By Dori Hillestad Butler

Albert Whitman & Company

Copyright © 2003 Dori Hillestad Butler
All rights reserved.
ISBN: 978-0-8075-8060-8

Contents

1 Swimming Test,
2 Dork Face,
3 Please Don't Rearrange My Face,
4 Trading Places,
5 An Academy Award-Winning Performance,
6 Celebrating,
7 Jason, the Criminal,
8 Tank, the Idea Man,
9 Partners,
10 We've Got Problems,
11 The Waiting Game,
12 The End,
13 Mortimer Caldwell,
14 Here Goes Nothing,
15 Deep Doo-Doo,
16 Trading Places Again,
17 All Figured Out?,
18 Another Test,
19 Coming Clean,
20 Another Beginning,


CHAPTER 1

Swimming Test


Jason Pfeiffer rested his chin against the car door and stared out the open window as the world went by. He tried not to think about where he was going.

Good thoughts, he reminded himself. Think good thoughts. Like The Dagmartian. That was a good thought. The Dagmartian was the movie he was writing about a two-headed beast that bubbled up from the bottom of a swimming pool and attacked people. It was such a cool idea. One day The Dagmartian would earn him an Academy Award for Best Script or Best Director. Maybe even both.

Jason could see it now. His name in lights. People begging for his autograph. Reporters wanting to know how he got the idea for such a scary creature ...

"Hey," Jason's sister, Dagmar, poked his arm. "Roll up your window. The wind's messing up my hair." She flipped her mane of dark brown hair over her shoulder.

Jason gasped at the creature who shared the back seat with him. It was the Dagmartian. In the flesh!

If he rolled up his window, he'd be trapped. The Dagmartian would wrap her tentacles around him and suck the life right out of him.

There was only one thing to do. Jason pulled up his legs, leaned as far into his corner of the car as he could, and screamed bloody murder.

Mom slammed on the brakes and the car screeched to a halt. "What? What's the matter?"

"Nothing," Jason said. "I thought I saw a creature from another planet, but it's okay. It's just Dagmar."

Dagmar rolled her eyes. "All I want is for him to put up his window. Is that so much to ask?"

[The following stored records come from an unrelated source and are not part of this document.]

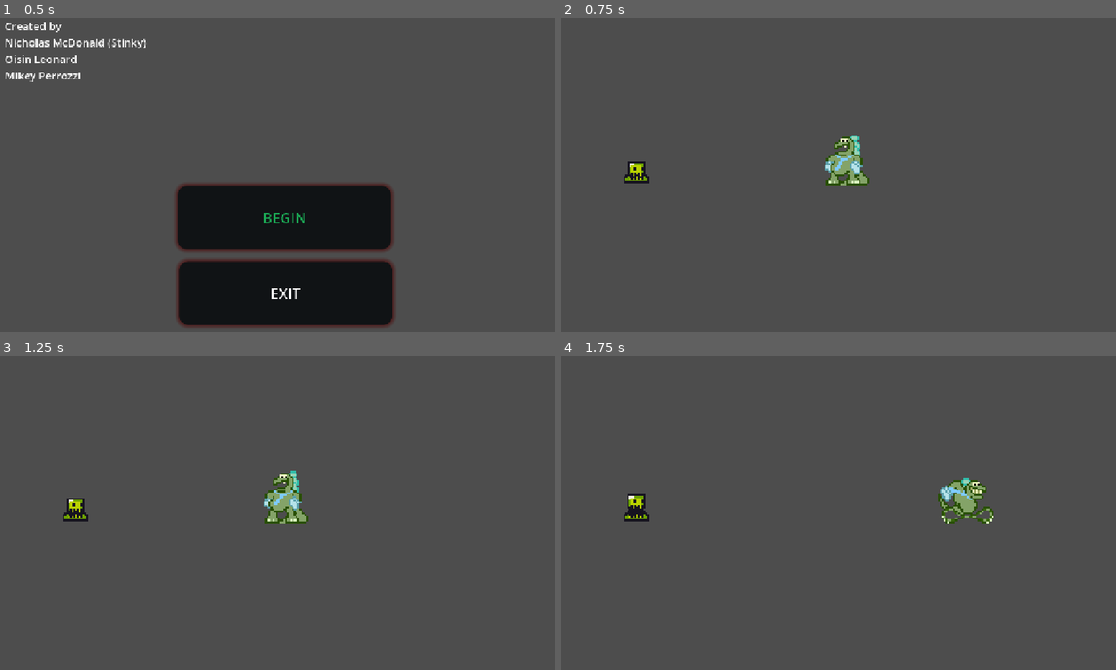
Above: before the commit, frames 1-4 (two rows, left to right).
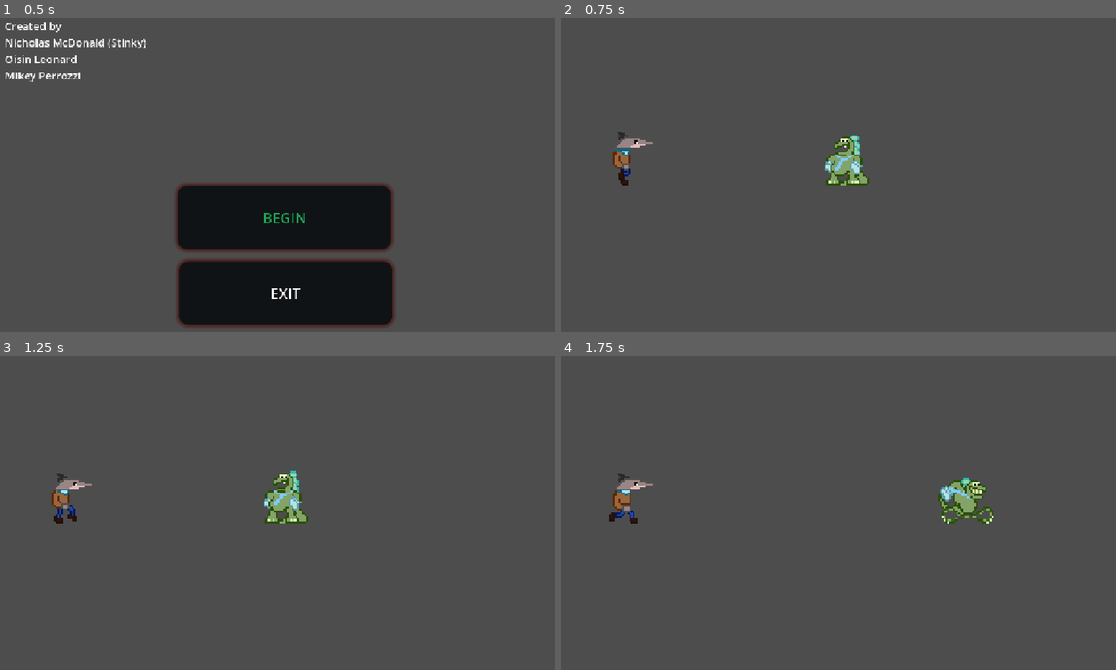
Above: after the commit, the same moments.

Repository: MikeyPerrozzi/Going-Down-
Game: Godot game, scene res://scenes/title screen.tscn
The game is run twice, just before and just after one commit, with the same random seed, the same clock (stepped at 60 frames per second) and the same inputs.
Inputs:
- Up to frame 1 (0.5 s): no input
- Up to frame 2 (0.75 s): click "BEGIN" at 0.5 s
- Up to frame 3 (1.25 s): no input
- Up to frame 4 (1.75 s): hold D (move_right) from 1.28 s (still down)

Frame 1 is identical in both runs. In frame 2, 0.6% of the frame differs, in the area x 9-17%, y 36-54%; in frame 3, 0.6%; in frame 4, 0.7%, in the area x 8-17%, y 37-54%.

Commit message:
Added enemy sprite

Diff:
--- a/going-down--/scenes/game.tscn
+++ b/going-down--/scenes/game.tscn
@@ -41,7 +41,7 @@
 wait_time = 0.003
 
 [node name="swordfish_enemy" parent="." unique_id=616288120 instance=ExtResource("3_lnu2h")]
-position = Vector2(-171, 30)
+position = Vector2(-171, 27)
 
 [connection signal="timeout" from="Timer" to="." method="_on_timer_timeout"]
 [connection signal="timeout" from="Timer" to="Player" method="_on_timer_timeout"]
--- a/going-down--/scenes/swordfish_enemy.tscn
+++ b/going-down--/scenes/swordfish_enemy.tscn
@@ -1,27 +1,30 @@
 [gd_scene format=3 uid="uid://4i80d2psqmtc"]
 
-[ext_resource type="Texture2D" uid="uid://d4c7p5x7wtdq3" path="res://assets/slime_green.png" id="1_47rt0"]
+[ext_resource type="Texture2D" uid="uid://c3i6uaabqp8fc" path="res://assets/Swordfish_Walk-Sheet.png" id="1_47rt0"]
 [ext_resource type="PackedScene" uid="uid://dgjv4g6akyhq3" path="res://scenes/danger_zone.tscn" id="2_mw1fo"]
+
+[sub_resource type="AtlasTexture" id="AtlasTexture_mw1fo"]
+atlas = ExtResource("1_47rt0")
+region = Rect2(0, 0, 32, 32)
 
 [sub_resource type="AtlasTexture" id="AtlasTexture_3fg40"]
 atlas = ExtResource("1_47rt0")
-region = Rect2(0, 24, 24, 24)
+region = Rect2(32, 0, 32, 32)
 
 [sub_resource type="AtlasTexture" id="AtlasTexture_v5obg"]
 atlas = ExtResource("1_47rt0")
-region = Rect2(24, 24, 24, 24)
+region = Rect2(64, 0, 32, 32)
 
 [sub_resource type="AtlasTexture" id="AtlasTexture_vywjm"]
 atlas = ExtResource("1_47rt0")
-region = Rect2(48, 24, 24, 24)
-
-[sub_resource type="AtlasTexture" id="AtlasTexture_ka3pn"]
-atlas = ExtResource("1_47rt0")
-region = Rect2(72, 24, 24, 24)
+region = Rect2(96, 0, 32, 32)
 
 [sub_resource type="SpriteFrames" id="SpriteFrames_g4v7s"]
 animations = [{
 "frames": [{
+"duration": 1.0,
+"texture": SubResource("AtlasTexture_mw1fo")
+}, {
 "duration": 1.0,
 "texture": SubResource("AtlasTexture_3fg40")
 }, {
@@ -30,9 +33,6 @@
 }, {
 "duration": 1.0,
 "texture": SubResource("AtlasTexture_vywjm")
-}, {
-"duration": 1.0,
-"texture": SubResource("AtlasTexture_ka3pn")
 }],
 "loop": 1,
 "name": &"default",
@@ -40,19 +40,19 @@
 }]
 
 [sub_resource type="RectangleShape2D" id="RectangleShape2D_g4v7s"]
-size = Vector2(10, 15)
+size = Vector2(22, 18)
 
 [node name="swordfish_enemy" type="Node2D" unique_id=616288120]
 
 [node name="AnimatedSprite2D" type="AnimatedSprite2D" parent="." unique_id=1370924272]
 sprite_frames = SubResource("SpriteFrames_g4v7s")
 autoplay = "default"
-frame = 2
 frame_progress = 0.45044228
 
 [node name="DangerZone" parent="." unique_id=163280094 instance=ExtResource("2_mw1fo")]
 collision_mask = 1
 
 [node name="CollisionShape2D" type="CollisionShape2D" parent="DangerZone" unique_id=1691146896]
-position = Vector2(0, 5)
+visibility_layer = 2
+position = Vector2(-1, 0)
 shape = SubResource("RectangleShape2D_g4v7s")
Binary file added: going-down--/assets/Swordfish_Walk-Sheet.png
Not shown, added: going-down--/assets/Swordfish_Walk-Sheet.png.import

The car started moving again and Mom glared at Jason in the rearview mirror. "You're eleven years old, Jason. You should know better than to scream when I'm driving."

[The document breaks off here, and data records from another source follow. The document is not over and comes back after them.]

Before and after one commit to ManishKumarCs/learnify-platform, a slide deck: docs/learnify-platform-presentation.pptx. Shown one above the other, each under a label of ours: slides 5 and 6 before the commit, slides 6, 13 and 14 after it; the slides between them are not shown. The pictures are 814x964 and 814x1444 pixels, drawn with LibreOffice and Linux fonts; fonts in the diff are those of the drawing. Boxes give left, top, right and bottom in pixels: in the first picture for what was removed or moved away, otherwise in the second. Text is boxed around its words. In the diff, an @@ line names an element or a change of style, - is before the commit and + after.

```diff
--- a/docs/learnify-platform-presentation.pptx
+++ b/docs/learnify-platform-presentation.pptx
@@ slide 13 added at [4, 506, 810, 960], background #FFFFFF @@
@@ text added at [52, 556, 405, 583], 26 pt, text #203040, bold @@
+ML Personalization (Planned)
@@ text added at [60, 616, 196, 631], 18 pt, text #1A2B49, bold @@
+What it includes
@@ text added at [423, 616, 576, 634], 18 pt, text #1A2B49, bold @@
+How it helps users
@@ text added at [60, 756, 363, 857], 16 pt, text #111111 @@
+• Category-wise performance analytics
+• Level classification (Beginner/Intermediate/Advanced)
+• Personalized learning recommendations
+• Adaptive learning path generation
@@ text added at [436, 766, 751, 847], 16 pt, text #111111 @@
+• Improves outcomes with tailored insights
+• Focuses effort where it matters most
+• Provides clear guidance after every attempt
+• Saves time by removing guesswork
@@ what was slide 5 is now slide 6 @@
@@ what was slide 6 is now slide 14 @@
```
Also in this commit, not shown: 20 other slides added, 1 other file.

"Sorry," Jason said, pushing up his glasses.

"Roll up the window," Mom ordered. "And no fighting back there!"

Dagmar put on this look like "Who me? Fight with him?" Yeah, right. From the day Jason was born, Dagmar had done nothing but torture him. She hated him. She told him so all the time.

She pinched him, scratched him, pinned him against a wall until he promised to do whatever disgusting chore she was trying to get out of.

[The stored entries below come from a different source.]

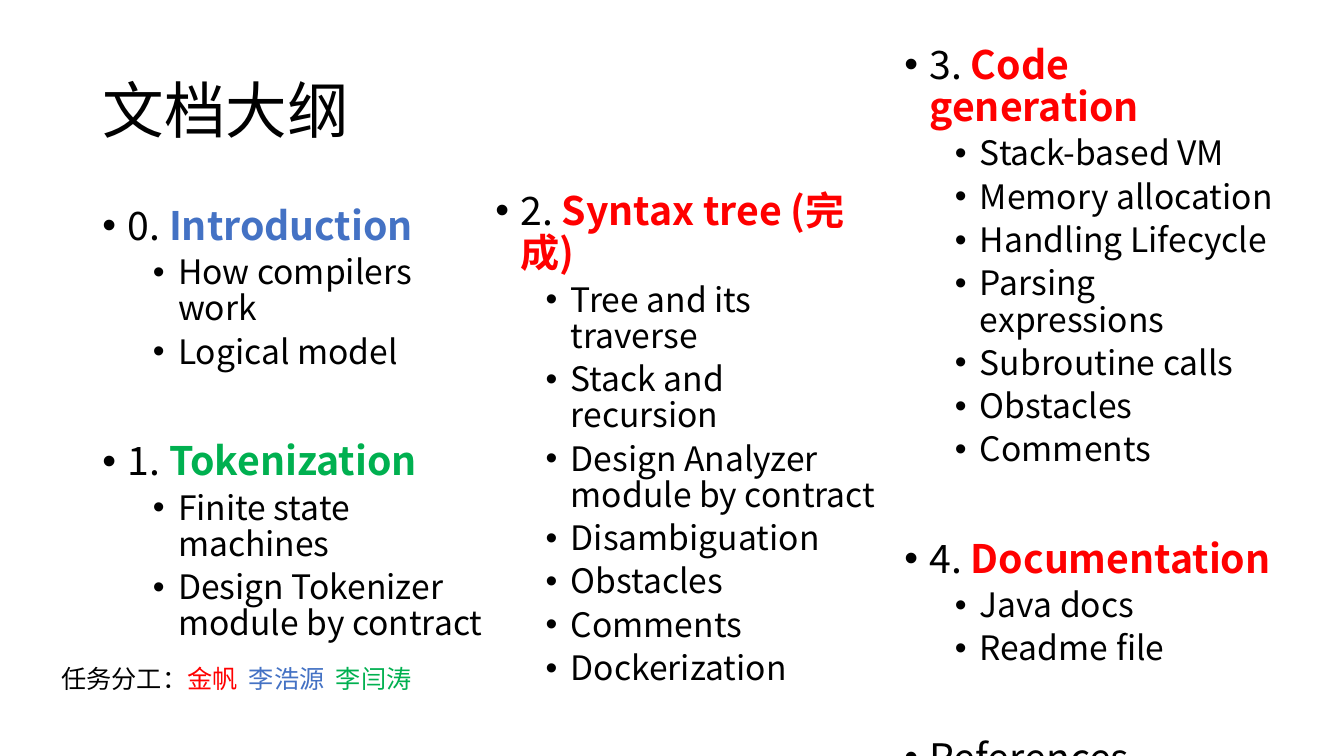
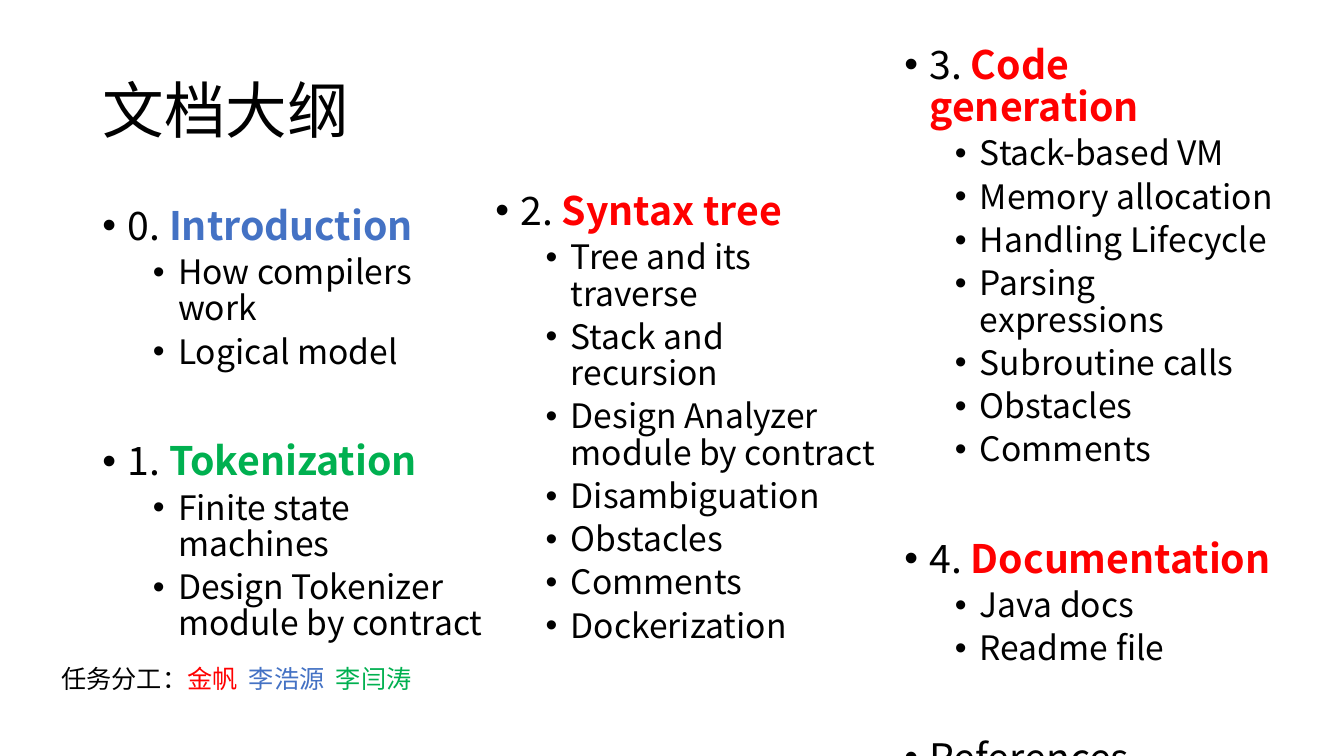
Before and after one commit to jisuansiwei2017/SDCT-2017-Fall, a slide deck: slide 6 of weekly_report/group2/第8周汇报.pptx. Drawn at 1344x756 pixels with LibreOffice and Linux fonts; fonts in the diff are those of the drawing. Boxes give left, top, right and bottom in pixels: in the first picture for what was removed or moved away, otherwise in the second. Text is boxed around its words. In the diff, an @@ line names an element or a change of style, - is before the commit and + after.

Commit message:
update ppt

```diff
--- a/weekly_report/group2/第8周汇报.pptx
+++ b/weekly_report/group2/第8周汇报.pptx
@@ text at bbox=[520, 195, 782, 234]: text changed @@
-• 2. Syntax tree (完成)
+• 2. Syntax tree
```
Also in this commit, not shown: 6 slides added.

She was three years older than he was. And a whole head taller. Jason was no match for her. His only defense was to put her in his horror movies. He could hardly wait to see his sister's face at the opening of The Dagmartian. Revenge for all those years of abuse.

"Here we are," Mom said cheerfully as she pulled into the driveway in front of the Rec Center. "Are you ready, Jason?"

Jason's heart pounded. The only thing worse than sharing breathing space with his sister was having to go to his swimming lesson. Especially on test day.

"I don't feel so good," Jason moaned.

"Oh, Jason," Mom said. "You always say that."

"But I really don't," Jason insisted. His stomach felt like it had grown a million feet. And all those feet were running and jumping and kicking inside him.

Mom reached over from the front seat and felt his forehead. "I think you're just nervous."

No lie, Jason thought. Every time he went near the pool, he remembered what happened at Grandpa Larson's cabin last August. It was April now, but the memory was just as strong.

Grandpa had taken Jason and Dagmar out fishing on the lake. Jason wasn't sure what happened. Just that one minute he was in the boat, the next he was in the water. Without his life jacket. It all happened so fast.

Water had washed over his head and rushed into his nose and mouth. It tasted like dead fish and rotting weeds. Jason gagged. He tried to cough, but he couldn't. Couldn't get rid of the water.

Desperately, he clawed at the water, struggling to get to the surface. He had to breathe. Had to get air. But he couldn't. He was going down. Down to the bottom of the lake.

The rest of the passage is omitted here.